The woman stooped, touched her finger to a watery area southwest of Tallahassee. “Unbelievable. Doc, you’ve been to Apalachicola?”

  “My favorite oysters.”

  She was staring at the tip of her finger, then held it out to me. “Miniature oyster bars. Real shell flakes. He probably had to use a surgical microscope.”

  I told her, “That’s what I was thinking.”

  We both glanced around. No microscopes. No lab, no tools. No work station, either.

  “The house has a third floor and an attic,” she said.

  Detective Heller said, “Mind if we take a look?”

  Jobe’s workshop and lab were up there, and the Russians had made another mess. Piles of wreckage, everything scattered. There were broken microscopes, files, computer discs, plus vials, test tubes, cabinets, and aquaria all smashed or ransacked. Same with shelves that had been filled with power tools, jeweler’s tools, chemicals, and hundreds of bottles of hobbyist oil paint, glue, books, manuals-all left torn, broken, or leaking on the floor.

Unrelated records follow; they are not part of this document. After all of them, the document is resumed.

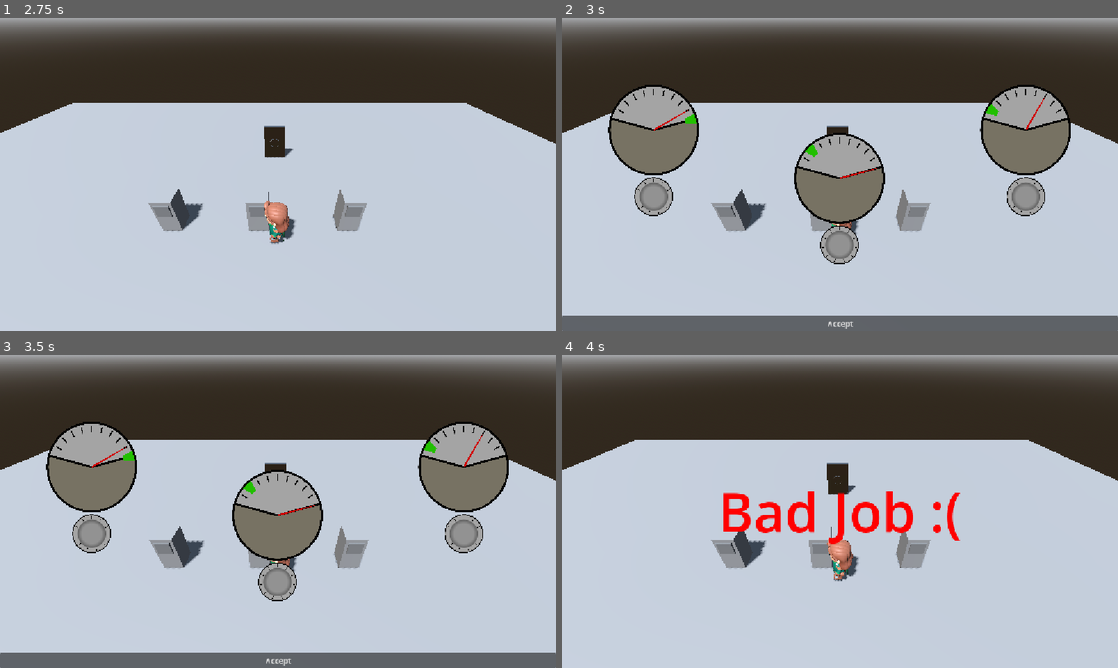
Above: before the commit, frames 1-4 (two rows, left to right).
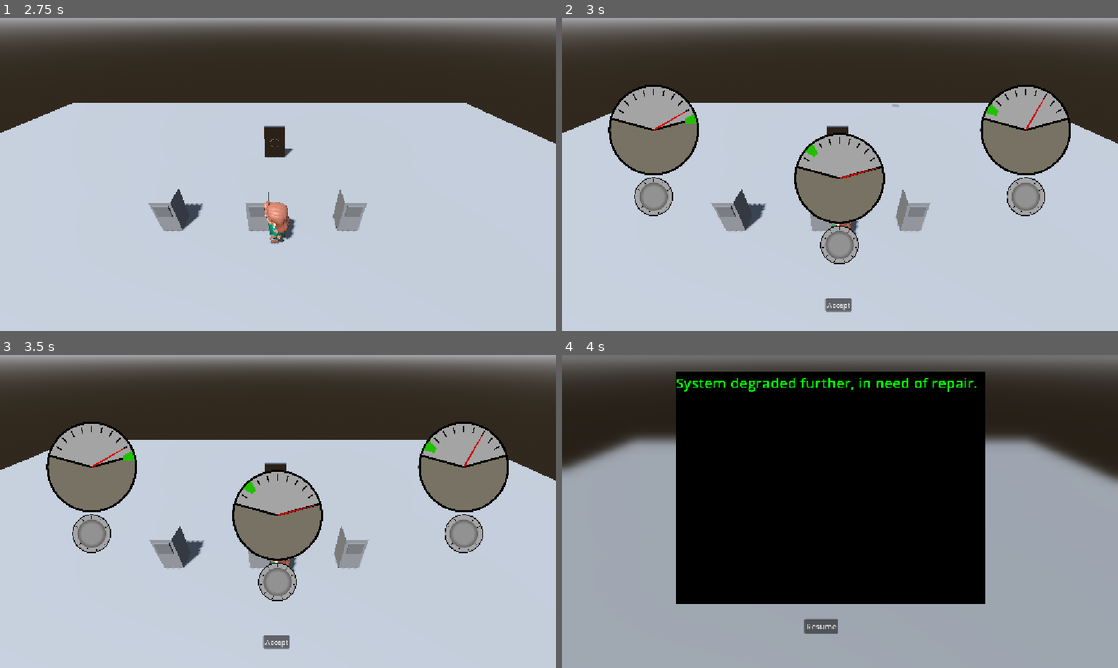
Above: after the commit, the same moments.

Repository: Game-Jam-Studio/Brackeys-Jam-2026.2
Game: Godot game, scene res://Levels/main_menu.tscn
The game is run twice, just before and just after one commit, with the same random seed, the same clock (stepped at 60 frames per second) and the same inputs.
Inputs (mouse positions are in pixels of both pictures, inside the frame that each line leads up to):
- Up to frame 1 (2.75 s): click "New Game" at 0.5 s; tap Enter at 1.25 s; move the mouse to (400, 158) at 1.27 s; hold E (interact) 1.28-2 s; click (400, 158) at 1.42 s; drag from (166, 190) to (250, 237) at 2.02 s
- Up to frame 2 (3 s): move the mouse to (895, 105) at 2.77 s; hold E (interact) from 2.78 s (still down); click (895, 105) at 2.92 s
- Up to frame 3 (3.5 s): keep holding E (interact)
- Up to frame 4 (4 s): release E (interact) at 3.5 s; click "Accept" at 3.5 s

Frame 1 is identical in both runs. In frame 2, 5.1% of the frame differs, in the area x 0-100%, y 27-100%; in frame 3, 5.1%; in frame 4, 86%, in the area x 0-100%, y 0-100%.

Commit message:
improve ui management and ordering

Diff:
--- a/brackeys-jam-2026.2/Prefabs/UI/terminal_ui.tscn
+++ b/brackeys-jam-2026.2/Prefabs/UI/terminal_ui.tscn
@@ -2,12 +2,20 @@
 
 [ext_resource type="Script" uid="uid://sork7ar11xek" path="res://Scripts/Common/terminal_ui_manager.gd" id="1_iqysy"]
 [ext_resource type="Texture2D" uid="uid://ckgg778w3hm0b" path="res://JonathanJunk/D.png" id="2_gjlas"]
+[ext_resource type="Shader" uid="uid://borudwi3h4g4d" path="res://Art/Shaders/pause_menu.gdshader" id="2_n2ccl"]
+
+[sub_resource type="ShaderMaterial" id="ShaderMaterial_d4jte"]
+shader = ExtResource("2_n2ccl")
+shader_parameter/blur_amount = 2.5
 
 [node name="TerminalUI" type="Node" unique_id=1913051525]
 process_mode = 3
 script = ExtResource("1_iqysy")
 narrativeText = {
 "PressureLevel": ["PRESSURE 1", "PRESSURE 2"],
+"ReusableText": {
+"MinigameActive": "System in need of repair."
+},
 "RhythmLevel": ["PLACEHOLDER RHYTHM text 1", "PLACEHOLDER RHYTHM text 2"],
 "SteamLevel": ["Steam1", "Steam2"],
 "SubmarineLevel": ["PLACEHOLDERSUBMARINETEXT 1", "PLACEHOLDERSUBMARINETEXT 2", "PLACEHOLDERSUBMARINETEXT 3", "PLACEHOLDERSUBMARINETEXT 4"]
@@ -16,6 +24,14 @@
 [node name="CanvasLayer" type="CanvasLayer" parent="." unique_id=368976715]
 layer = 90
 visible = false
+
+[node name="BlurBackground" type="ColorRect" parent="CanvasLayer" unique_id=1958414001]
+material = SubResource("ShaderMaterial_d4jte")
+anchors_preset = 15
+anchor_right = 1.0
+anchor_bottom = 1.0
+grow_horizontal = 2
+grow_vertical = 2
 
 [node name="Button" type="Button" parent="CanvasLayer" unique_id=989481004]
 offset_left = 502.0
--- a/brackeys-jam-2026.2/Scripts/Common/repair_trigger.gd
+++ b/brackeys-jam-2026.2/Scripts/Common/repair_trigger.gd
@@ -17,18 +17,25 @@
 	add_to_group("repair_triggers")
 
 
+# minigames can always be interacted with but if they are already repaired
+# it will just tell the user that
 func can_interact() -> bool:
-	return is_broken
+	return true
 
 
 func interact(_player: CharacterBody3D) -> void:
 	if is_broken:
+		# TerminalUI.launch_terminal("System in need of repair.")
 		launch_minigame_requested.emit(system_id, self)
+	else:
+		TerminalUI.launch_terminal("System fully operational.")
 
 
 func end_repair(success: bool) -> void:
-	is_broken = false
+	is_broken = not success
 	if success:
+		TerminalUI.launch_terminal("System back to full operational capacity.")
 		station_repair_succeeded.emit(system_id)
 	else:
+		TerminalUI.launch_terminal("System degraded further, in need of repair.")
 		station_repair_failed.emit(system_id)
--- a/brackeys-jam-2026.2/Scripts/Common/terminal_ui_manager.gd
+++ b/brackeys-jam-2026.2/Scripts/Common/terminal_ui_manager.gd
@@ -39,6 +39,7 @@
 	$CanvasLayer/TerminalText.text = "[color=green][font_size=30]"+text+"[/font_size][/color]"
 	$CanvasLayer.visible = true
 
+
 func close_terminal() -> void:
 	get_tree().current_scene.get_node_or_null("%PauseMenu").try_resume()
 	$CanvasLayer.visible = false
--- a/brackeys-jam-2026.2/Scripts/Rhythm/note_manager.gd
+++ b/brackeys-jam-2026.2/Scripts/Rhythm/note_manager.gd
@@ -35,7 +35,10 @@
 		timer.stop()
 
 		# Allow the final note to reach the destination line
-		await get_tree().create_timer(2.0).timeout
+		# The actual value required here for this would be the distance from
+		# spawn to destination over the configured speed in note prefab,
+		# but for the jam, we will just hardcode this
+		await get_tree().create_timer(3.25).timeout
 
 		# Emit outcome to level manager
 		var success: bool = errorCount <= max_allowed_errors
--- a/brackeys-jam-2026.2/Taylor/tmerrill_test_scene.tscn
+++ b/brackeys-jam-2026.2/Taylor/tmerrill_test_scene.tscn
@@ -42,6 +42,7 @@
 transform = Transform3D(1, 0, 0, 0, 1, 0, 0, 0, 1, 0, 0, 1.7121282)
 
 [node name="Camera3D" type="Camera3D" parent="." unique_id=836225841 node_paths=PackedStringArray("player_character")]
+unique_name_in_owner = true
 transform = Transform3D(-1, -5.3250616e-08, 6.933335e-08, 0, 0.7930811, 0.6091161, -8.742278e-08, 0.6091161, -0.7930811, -1.08226324e-07, 8.51763, -4.329035)
 cull_mask = 1048573
 script = ExtResource("3_tl3pp")
--- a/brackeys-jam-2026.2/Van/Prefabs/PressureHackingGame.tscn
+++ b/brackeys-jam-2026.2/Van/Prefabs/PressureHackingGame.tscn
@@ -3,14 +3,6 @@
 [ext_resource type="Script" uid="uid://d4gvgxfwjbs7t" path="res://Van/Scripts/pressure_hacking_game.gd" id="1_ncqte"]
 [ext_resource type="AudioStream" uid="uid://ci0u00xywksjx" path="res://Audio/SFX/UI_accept.wav" id="2_akc8o"]
 [ext_resource type="Texture2D" uid="uid://knxdqxxf14dt" path="res://Art/2D/ClickIcon.png" id="2_bqt6w"]
-
-[sub_resource type="LabelSettings" id="LabelSettings_1hd16"]
-font_size = 112
-font_color = Color(0, 1, 0, 1)
-
-[sub_resource type="LabelSettings" id="LabelSettings_ncqte"]
-font_size = 112
-font_color = Color(1, 0, 0, 1)
 
 [node name="PressureHackingGame" type="Control" unique_id=456800813]
 layout_mode = 3
@@ -19,6 +11,7 @@
 anchor_bottom = 1.0
 grow_horizontal = 2
 grow_vertical = 2
+mouse_filter = 2
 script = ExtResource("1_ncqte")
 tolerance = 15.0
 speed = 4.0
@@ -35,6 +28,7 @@
 grow_horizontal = 2
 scale = Vector2(2.2, 2.2)
 pivot_offset_ratio = Vector2(0.5, 0.5)
+mouse_filter = 2
 max_value = 360.0
 step = 0.1
 value = 360.0
@@ -49,18 +43,27 @@
 anchor_right = 0.5
 grow_horizontal = 2
 pivot_offset_ratio = Vector2(0.5, 0)
+mouse_filter = 2
 
 [node name="VBoxContainer" type="VBoxContainer" parent="." unique_id=1560814889]
 layout_mode = 1
-anchors_preset = 15
-anchor_right = 1.0
+anchors_preset = 7
+anchor_left = 0.5
+anchor_top = 1.0
+anchor_right = 0.5
 anchor_bottom = 1.0
+offset_left = -470.0
+offset_top = -68.0
+offset_right = 470.0
+offset_bottom = -37.0
 grow_horizontal = 2
-grow_vertical = 2
+grow_vertical = 0
+mouse_filter = 2
 alignment = 2
 
 [node name="MarginContainer" type="MarginContainer" parent="VBoxContainer" unique_id=653509207]
 layout_mode = 2
+mouse_filter = 2
 theme_override_constants/margin_left = 440
 theme_override_constants/margin_right = 440
 
@@ -69,55 +72,7 @@
 layout_mode = 2
 text = "Accept"
 
-[node name="Conditions" type="Control" parent="." unique_id=2118943559]
-layout_mode = 1
-anchors_preset = 15
-anchor_right = 1.0
-anchor_bottom = 1.0
-grow_horizontal = 2
-grow_vertical = 2
-mouse_filter = 2
-
-[node name="Success" type="Label" parent="Conditions" unique_id=418109587]
-visible = false
-layout_mode = 1
-anchors_preset = 8
-anchor_left = 0.5
-anchor_top = 0.5
-anchor_right = 0.5
-anchor_bottom = 0.5
-offset_left = -337.0
-offset_top = -76.5
-offset_right = 337.0
-offset_bottom = 76.5
-grow_horizontal = 2
-grow_vertical = 2
-text = "Good Job!!!!!!"
-label_settings = SubResource("LabelSettings_1hd16")
-horizontal_alignment = 1
-vertical_alignment = 1
-
-[node name="Failure" type="Label" parent="Conditions" unique_id=785038330]
-visible = false
-layout_mode = 1
-anchors_preset = 8
-anchor_left = 0.5
-anchor_top = 0.5
-anchor_right = 0.5
-anchor_bottom = 0.5
-offset_left = -252.5
-offset_top = -76.5
-offset_right = 252.5
-offset_bottom = 76.5
-grow_horizontal = 2
-grow_vertical = 2
-text = "Bad Job :("
-label_settings = SubResource("LabelSettings_ncqte")
-horizontal_alignment = 1
-vertical_alignment = 1
-
 [node name="AudioStreamPlayer" type="AudioStreamPlayer" parent="." unique_id=1448562402]
 stream = ExtResource("2_akc8o")
-bus = &"UI"
 
 [connection signal="button_down" from="VBoxContainer/MarginContainer/Accept" to="." method="_on_button_button_down"]
--- a/brackeys-jam-2026.2/Van/Prefabs/SteamHackingGame.tscn
+++ b/brackeys-jam-2026.2/Van/Prefabs/SteamHackingGame.tscn
@@ -8,14 +8,6 @@
 [ext_resource type="Script" uid="uid://8xturdjotrx2" path="res://Van/Scripts/UI_dial.gd" id="7_sybhk"]
 [ext_resource type="AudioStream" uid="uid://bgkircabxx6ma" path="res://Audio/SFX/UI_dial.wav" id="7_vwb1y"]
 
-[sub_resource type="LabelSettings" id="LabelSettings_o40pi"]
-font_size = 112
-font_color = Color(0, 1, 0, 1)
-
-[sub_resource type="LabelSettings" id="LabelSettings_1hd16"]
-font_size = 112
-font_color = Color(1, 0, 0, 1)
-
 [node name="SteamHackingGame" type="Control" unique_id=456800813]
 layout_mode = 3
 anchors_preset = 15
@@ -23,15 +15,23 @@
 anchor_bottom = 1.0
 grow_horizontal = 2
 grow_vertical = 2
+mouse_filter = 2
 script = ExtResource("1_vwb1y")
 
 [node name="Menu" type="VBoxContainer" parent="." unique_id=1560814889]
 layout_mode = 1
-anchors_preset = 15
-anchor_right = 1.0
-anchor_bottom = 1.0
-grow_horizontal = 2
-grow_vertical = 2
+anchors_preset = 7
+anchor_left = 0.5
+anchor_top = 1.0
+anchor_right = 0.5
+anchor_bottom = 1.0
+offset_left = -30.0
+offset_top = -68.0
+offset_right = 30.0
+offset_bottom = -37.0
+grow_horizontal = 2
+grow_vertical = 0
+scale = Vector2(0.9, 0.9)
 mouse_filter = 2
 alignment = 2
 
@@ -39,45 +39,9 @@
 layout_mode = 2
 text = "Accept"
 
-[node name="Conditions" type="Control" parent="." unique_id=1285258311]
-layout_mode = 1
-anchors_preset = 15
-anchor_right = 1.0
-anchor_bottom = 1.0
-grow_horizontal = 2
-grow_vertical = 2
-mouse_filter = 2
-
-[node name="Success" type="Label" parent="Conditions" unique_id=418109587]
-visible = false
-layout_mode = 1
-anchors_preset = 15
-anchor_right = 1.0
-anchor_bottom = 1.0
-grow_horizontal = 2
-grow_vertical = 2
-text = "Good Job!!!!!!"
-label_settings = SubResource("LabelSettings_o40pi")
-horizontal_alignment = 1
-vertical_alignment = 1
-
-[node name="Failure" type="Label" parent="Conditions" unique_id=373560533]
-visible = false
-layout_mode = 1
-anchors_preset = 15
-anchor_right = 1.0
-anchor_bottom = 1.0
-grow_horizontal = 2
-grow_vertical = 2
-text = "Bad Job :("
-label_settings = SubResource("LabelSettings_1hd16")
-horizontal_alignment = 1
-vertical_alignment = 1
-
 [node name="AudioStreamPlayer" type="AudioStreamPlayer" parent="." unique_id=2019624829]
 unique_name_in_owner = true
 stream = ExtResource("7_vwb1y")
-bus = &"UI"
 
 [node name="UIRoot" type="Control" parent="." unique_id=702778854]
 unique_name_in_owner = true
@@ -114,6 +78,7 @@
 layout_mode = 2
 size_flags_horizontal = 4
 size_flags_vertical = 4
+mouse_filter = 2
 texture = ExtResource("5_sybhk")
 expand_mode = 1
 stretch_mode = 4
@@ -123,6 +88,7 @@
 offset_right = 188.0
 offset_bottom = 188.0
 pivot_offset_ratio = Vector2(0.5, 0.5)
+mouse_filter = 2
 texture = ExtResource("6_uyix2")
 expand_mode = 1
 stretch_mode = 4
@@ -132,6 +98,7 @@
 offset_right = 188.0
 offset_bottom = 188.0
 pivot_offset_ratio = Vector2(0.5, 0.5)
+mouse_filter = 2
 texture = ExtResource("7_gk8mc")
 expand_mode = 1
 stretch_mode = 4
@@ -174,6 +141,7 @@
 layout_mode = 2
 size_flags_horizontal = 4
 size_flags_vertical = 4
+mouse_filter = 2
 texture = ExtResource("5_sybhk")
 expand_mode = 1
 stretch_mode = 4
@@ -183,6 +151,7 @@
 offset_right = 188.0
 offset_bottom = 188.0
 pivot_offset_ratio = Vector2(0.5, 0.5)
+mouse_filter = 2
 texture = ExtResource("6_uyix2")
 expand_mode = 1
 stretch_mode = 4
@@ -192,6 +161,7 @@
 offset_right = 188.0
 offset_bottom = 188.0
 pivot_offset_ratio = Vector2(0.5, 0.5)
+mouse_filter = 2
 texture = ExtResource("7_gk8mc")
 expand_mode = 1
 stretch_mode = 4
@@ -234,6 +204,7 @@
 layout_mode = 2
 size_flags_horizontal = 4
 size_flags_vertical = 4
+mouse_filter = 2
 texture = ExtResource("5_sybhk")
 expand_mode = 1
 stretch_mode = 4
@@ -243,6 +214,7 @@
 offset_right = 188.0
 offset_bottom = 188.0
 pivot_offset_ratio = Vector2(0.5, 0.5)
+mouse_filter = 2
 texture = ExtResource("6_uyix2")
 expand_mode = 1
 stretch_mode = 4
@@ -252,6 +224,7 @@
 offset_right = 188.0
 offset_bottom = 188.0
 pivot_offset_ratio = Vector2(0.5, 0.5)
+mouse_filter = 2
 texture = ExtResource("7_gk8mc")
 expand_mode = 1
 stretch_mode = 4
--- a/brackeys-jam-2026.2/Van/Scripts/pressure_hacking_game.gd
+++ b/brackeys-jam-2026.2/Van/Scripts/pressure_hacking_game.gd
@@ -27,22 +27,18 @@
 func _on_button_button_down() -> void:
 	submitted = true
 	if is_equal_custom(abs(color_rect.rotation), deg_to_rad(0), deg_to_rad(tolerance / 1.5)):
-		$Conditions/Success.visible = true
 		accept_button.visible = false
+		$AudioStreamPlayer.play()
+		await get_tree().create_timer(.5).timeout
 		minigame_completed.emit(true)
-		print("YOU WIN!")
-		$AudioStreamPlayer.play()
-		await get_tree().create_timer(2).timeout
 		queue_free()
 	else:
-		$Conditions/Failure.visible = true
 		accept_button.visible = false
 		submitted = true
-		minigame_completed.emit(false)
-		print("YOU LOSE!")
 		$AudioStreamPlayer.stream = UI_ERROR
 		$AudioStreamPlayer.play()
-		await get_tree().create_timer(2).timeout
+		await get_tree().create_timer(.5).timeout
+		minigame_completed.emit(false)
 		queue_free()
 
 func is_equal_custom(a, b, tolerance):
--- a/brackeys-jam-2026.2/Van/Scripts/steam_hacking_game.gd
+++ b/brackeys-jam-2026.2/Van/Scripts/steam_hacking_game.gd
@@ -50,24 +50,20 @@
 	$AudioStreamPlayer.pitch_scale = 1.0
 	$AudioStreamPlayer.volume_linear = 1.0
 	if gauge1_correct and gauge2_correct and gauge3_correct:
-		$"Conditions/Success".visible = true
 		$Menu.visible = false
 		%UIRoot.visible = false
 		minigame_completed.emit(true)
-		print("YOU WIN!")
 		$AudioStreamPlayer.stream = UI_ACCEPT
 		$AudioStreamPlayer.play()
 		await get_tree().create_timer(1).timeout
 		queue_free()
 	else:
-		$"Conditions/Failure".visible = true
 		%UIRoot.visible = false
 		$Menu.visible = false
 		dial_1.freeze = true
 		dial_2.freeze = true
 		dial_3.freeze = true
 		minigame_completed.emit(false)
-		print("YOU LOSE!")
 		$AudioStreamPlayer.stream = UI_ERROR
 		$AudioStreamPlayer.play()
 		await get_tree().create_timer(1).timeout
@@ -93,24 +89,18 @@
 
 func check_dial_1():
 	if snapped(%Gauge1/Needle.rotation, 0.1) == snapped(%Gauge1/ValidArea.rotation, 0.1):
-		print("Dial1 Correct")
 		gauge1_correct = true
 	else:
-		print("Dial1 Wrong")
 		gauge1_correct = false
 
 func check_dial_2():
 	if snapped(%Gauge2/Needle.rotation, 0.1) == snapped(%Gauge2/ValidArea.rotation, 0.1):
-		print("Dial2 Correct")
 		gauge2_correct = true
 	else:
-		print("Dial2 Wrong")
 		gauge2_correct = false
 
 func check_dial_3():
 	if snapped(%Gauge3/Needle.rotation, 0.1) == snapped(%Gauge3/ValidArea.rotation, 0.1):
-		print("Dial3 Correct")
 		gauge3_correct = true
 	else:
-		print("Dial3 Wrong")
 		gauge3_correct = false

  The little man had been working on a second diorama. It was Central Florida, from Orlando to the lower fringe of the Everglades. The Disney Castle was waist-high, a couple of yards wide. A theme park complex was built around it, including lakes, islands, restaurants, buses, parking lots, and miniature paddle wheel boats.

  The Russians had been rougher on this model. They’d busted open the castle, all of the larger buildings. The destruction seemed more of a violation because, through the broken roofs, we could see that the interiors were as detailed as the exteriors. Each and every room was painted, appointed, furnished.

  “This guy-your brother-he really got into this stuff.”

  The detective’s tone said again-a kook-but also that it was kind of cool.

  “I’ve got a bunch of nieces and nephews, so I’ve been to Disney World more times than I wanted. The inside of these buildings, your brother has them nailed perfect. Like he shrunk them down itty-bitty.”